The Times of Zambia (Ndola)

Zambia: China's Oil Demands Pushing Price Up

INCREASING demand for oil by China has been the major driver of the commodity's price hikes on the international market, which has been compounded by low levels of oil production by Oil Producing and Exporting Countries (OPEC), the Energy Regulation Board (ERB) has said.

ERB executive director Sylvester Hibajene said in Lusaka recently that demand for oil in China has been soaring due to that country's economic boom, and the trend is expected to continue for a long time.

China, which is the world's seventh largest producer of oil, has doubled its purchase of automobiles in the past four years resulting in the explosion of demand for gasoline in the country.

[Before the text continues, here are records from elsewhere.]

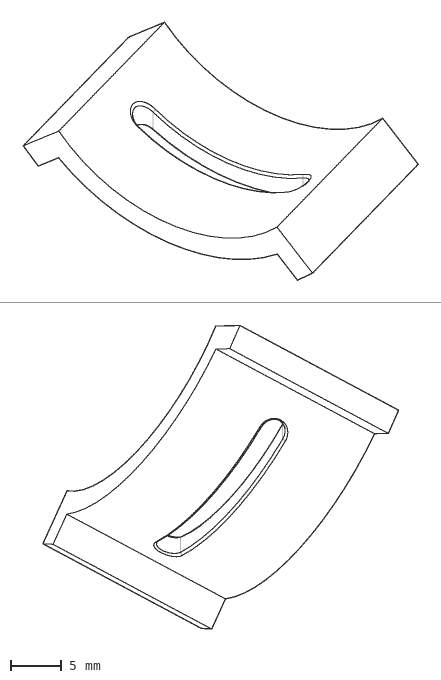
import cadquery as cq
import math

length = 34.08
width = 19.05
height = 8.45

thickness = 2.55
rim_x = 12.85
rim_z = height
inner_sag = rim_z - thickness
inner_radius = (rim_x**2 + inner_sag**2) / (2 * inner_sag)
outer_radius = inner_radius + thickness
centre_z = outer_radius

flange_drop = 4.05
flange_run = length / 2 - rim_x
flange_length = math.hypot(flange_run, flange_drop)
flange_thickness = thickness
along_x = flange_run / flange_length
along_z = -flange_drop / flange_length

slot_length = 20.25
slot_width = 2.6
slot_chamfer = 0.255


def right_profile_points():
    """Rim, flange tip and inside flange corner on the +X side."""
    tip = (length / 2, rim_z - flange_drop)
    tip_bottom = (tip[0] + flange_thickness * along_z, tip[1] - flange_thickness * along_x)
    rel_z = tip_bottom[1] - centre_z
    projection = tip_bottom[0] * along_x + rel_z * along_z
    offset = tip_bottom[0]**2 + rel_z**2 - outer_radius**2
    travel = projection - math.sqrt(projection**2 - offset)
    corner = (tip_bottom[0] - travel * along_x, tip_bottom[1] - travel * along_z)
    return (rim_x, rim_z), tip, tip_bottom, corner


def mirrored(point):
    return (-point[0], point[1])


def make_body():
    rim, tip, tip_bottom, corner = right_profile_points()
    return (
        cq.Workplane("XZ")
        .moveTo(*mirrored(rim))
        .threePointArc((0, thickness), rim)
        .lineTo(*tip)
        .lineTo(*tip_bottom)
        .lineTo(*corner)
        .threePointArc((0, 0), mirrored(corner))
        .lineTo(*mirrored(tip_bottom))
        .lineTo(*mirrored(tip))
        .close()
        .extrude(width / 2, both=True)
    )


def cut_slot(body):
    """Cut the rounded slot and chamfer its upper and lower edges."""
    slot = cq.Workplane("XY").slot2D(slot_length, slot_width).extrude(height)
    slotted = body.cut(slot)
    wall_edges = slotted.edges(cq.selectors.BoxSelector(
        (-slot_length / 2, -slot_width, 0),
        (slot_length / 2, slot_width, height),
    ))
    return wall_edges.edges("not |Z").chamfer(slot_chamfer)


result = cut_slot(make_body())

"Demand for oil in China will continue to increase and as a result China is itself making investments in Libya and Algeria. Prices could be pushed further up if India also decides to join the fray of increased oil demand, " Mr Hibajene said.

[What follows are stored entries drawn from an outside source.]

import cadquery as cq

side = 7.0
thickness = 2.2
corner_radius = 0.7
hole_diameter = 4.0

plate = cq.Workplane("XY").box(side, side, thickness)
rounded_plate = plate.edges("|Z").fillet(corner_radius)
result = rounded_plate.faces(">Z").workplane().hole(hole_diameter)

"OPEC has kept a low output which has not changed for the last two years. Appeals are being made that they reconsider their position, but so far, there has been no movement on their part.

"Instability in Iraq has added to the nervousness of the market. Shipping has been affected. Generally, whenever there is instability in the Middle East, the price of oil is affected because that region accounts for 70 per cent of the world's oil production," Mr Hibajene said.

About 55 per cent of the world's production of crude oil is controlled through OPEC.

Mr Hibajene said there was no doubt that the current prices were hurting the world economy and hoped that OPEC would respond positively.

Petrol prices in the Middle East moved from US$39.68 per barrel in March to $39.82 per barrel in April, while the Singapore market prices for petrol slid from $43.17 per barrel to $42.82 per barrel during the same period.

Diesel prices in the Middle East increased from $31.75 per barrel in March to $34.00 per barrel in April. Singapore's pricing notched even higher to $36.00 per barrel in April from $34.64 per barrel in March.

Meanwhile, ERB will soon introduce a new pricing system; the Import Parity Model (IPM), which it says will be more transparent and easy to monitor.

Mr Hibajene said that the proposed IPM would base its pricing mechanism on how much it would cost to buy a finished product (petroleum) on the world market, including the cost of transporting it to the Zambian market.

Mr Hibajene said the prices would be arrived at using the average of prices from the Arabian Gulf and Singapore, the main sources of crude oil.

"The proposed model is similar to the Basic Fuel Price Model (BFPM) currently in use in South Africa and has numerous advantages," he said.

Mr Hibajene said the IPM would reflect the quality of products sold in Zambia, with its pricing being in line with international market prices. He said this would also allow for limited hedging opportunities.